I wish to honor my mother, the professor’s daughter who married into the collapse of the American dream. The woman who coaxed weavils out of home-made granola, cultured yogurt in Kerr jars in a water bath in our dilapidated oven, and tried forty-five different ways to hide goat meat in suppers; who withstood accusations of Satanic possession or insufficient faith to protect her family from her partner’s mental illness through divorce; who took calls from threatening neighbors angry that I would walk to school in winter without a coat (I hid it by the door as I left each morning); who held me as I cried about schoolyard bullies, whom I held as she cried about the monstrosity of desperate poverty and her defunct marriage; whom I proudly carried on my shoulders when I turned twelve and was taller than she; who was God’s messenger to her agnostic son in 1990, the human mediator of my conversion; who authored my favorite devotional phrase (“God is not a vending machine”); who taught me by example to love the printed and spoken word; who married again, badly, and divorced again, well; who creates life and survives tornados in America’s middle section; who scolded me for giving my only winter coat to a homeless man one Christmas then apologized years later as she helped me understand the complex valences of charity and Christ’s love; who has one of the most creative and wide-ranging minds I know; who is the beloved mother-in-law and granny to the people I love most in the world; who is more Hermes plus Athena than Gaia, and who is me and I her.

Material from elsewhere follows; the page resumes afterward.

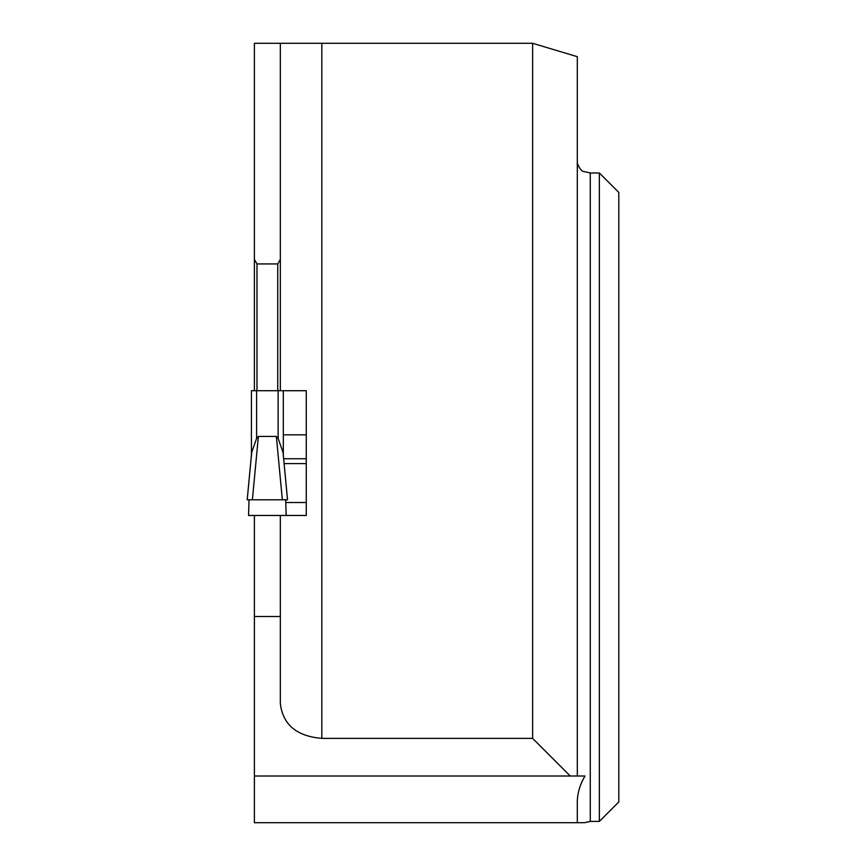 <?xml version="1.0" encoding="UTF-8"?>
<svg xmlns="http://www.w3.org/2000/svg" width="866" height="866" viewBox="0 0 866 866"><rect width="100%" height="100%" fill="white"/><g stroke="black" fill="none" stroke-linecap="round" stroke-linejoin="round"><path stroke-width="1.3" d="M532.622 738.373L532.622 43.3L321.827 43.3L321.827 738.373L532.622 738.373L570.261 776.012L585.026 776.012C579.614 784.997 577.037 794.393 577.308 804.189L577.308 822.7L584.626 822.7L254.398 822.7L254.398 515.476M599.359 821.401L599.359 172.984L590.276 172.984L590.276 821.401L599.359 821.401L618.811 801.948L618.811 192.436L599.359 172.984M590.276 172.984L584.626 171.684C581.963 171.684 579.516 168.848 577.308 163.187M254.398 390.718L254.398 259.443L256.986 263.935L277.737 263.935L280.335 259.443L280.335 390.718M321.827 43.3L254.398 43.3L254.398 259.443M570.261 776.012L254.398 776.012M532.622 43.3L577.308 56.68L577.308 776.012L585.026 776.012M321.827 738.373C296.67 736.273 282.846 724.669 280.335 703.56L280.335 515.476M285.704 499.79L286.17 515.476L306.272 515.476L306.272 390.718L278.127 390.718L278.127 438.445L283.041 452.409L287.523 499.79L247.2 499.79L251.681 452.409L256.596 438.445L258.382 436.421L256.596 438.445L256.596 390.718L251.411 390.718L251.411 455.202M280.335 43.3L280.335 259.443M306.272 434.819L283.312 434.819M256.986 390.718L256.986 263.935M277.737 390.718L277.737 263.935M254.398 616.505L280.335 616.505M256.596 390.718L278.127 390.718M283.312 390.718L283.312 455.202M276.351 436.421L258.382 436.421L252.385 499.79L287.523 499.79L282.348 499.79L276.351 436.421L278.127 438.445M277.705 437.59L278.029 438.239M251.411 456.631L251.681 452.409M286.17 515.476L248.564 515.476L249.018 499.79M306.272 502.507L285.791 502.507M306.272 463.602L284.113 463.602M306.272 458.753L283.647 458.753M590.276 821.401L584.626 822.7M282.987 451.792L287.534 499.79M247.189 499.79L251.735 451.792"/></g></svg>

God bless you, Mom, for all that we are and clumsily strive to be. I am of all men most blessed.





May 11, 2008 at 10:41 am
Blessings to the mum of Sam and Amri and myriad other siblings. That’s quite a tribute, Sam, and well deserved.
May 11, 2008 at 11:36 am
Please add my voice to the tribute. Your mother is wonderful!
May 11, 2008 at 11:46 am
Beautiful tribute.
May 11, 2008 at 12:43 pm
What a wonderful mother- and a lovely tribute.
May 11, 2008 at 2:35 pm
Beautiful Sam. Simply beautiful.
May 11, 2008 at 4:04 pm
“All women become like their mothers. That is their tragedy. No man ever does. That’s his.”
Oscar Wilde
May 11, 2008 at 9:09 pm
Bless her heart.
I like that line “God is not a vending machine” and wish her peace and joy at last.
Why did you hide your coat each morning?
May 11, 2008 at 9:36 pm
She has found peace and joy at last. She’s phenomenal as a mother.
Re: the coat, it was too dang hot. When I was in medical school, I used to climb in the Presidential Range (White Mountains of NH) shirtless with my mountaineering bibs unzipped to the waist whenever it was warmer than 20F. What was hard for her was that the neighbors accused her of child abuse and threatened to call child protective services. That’s part of why my giving away my coat to a homeless man was hard for her.
I think it’s because I was a kid in Montana when it was still wonderfully, brutally cold.
May 12, 2008 at 6:41 am
Oooooh, that’s wicked good. God bless yours, mine, and all the other great mothers.
May 12, 2008 at 7:50 am
Thanks for that essay.
May 16, 2008 at 10:17 am
‘God is not a vending machine’ is really, really good.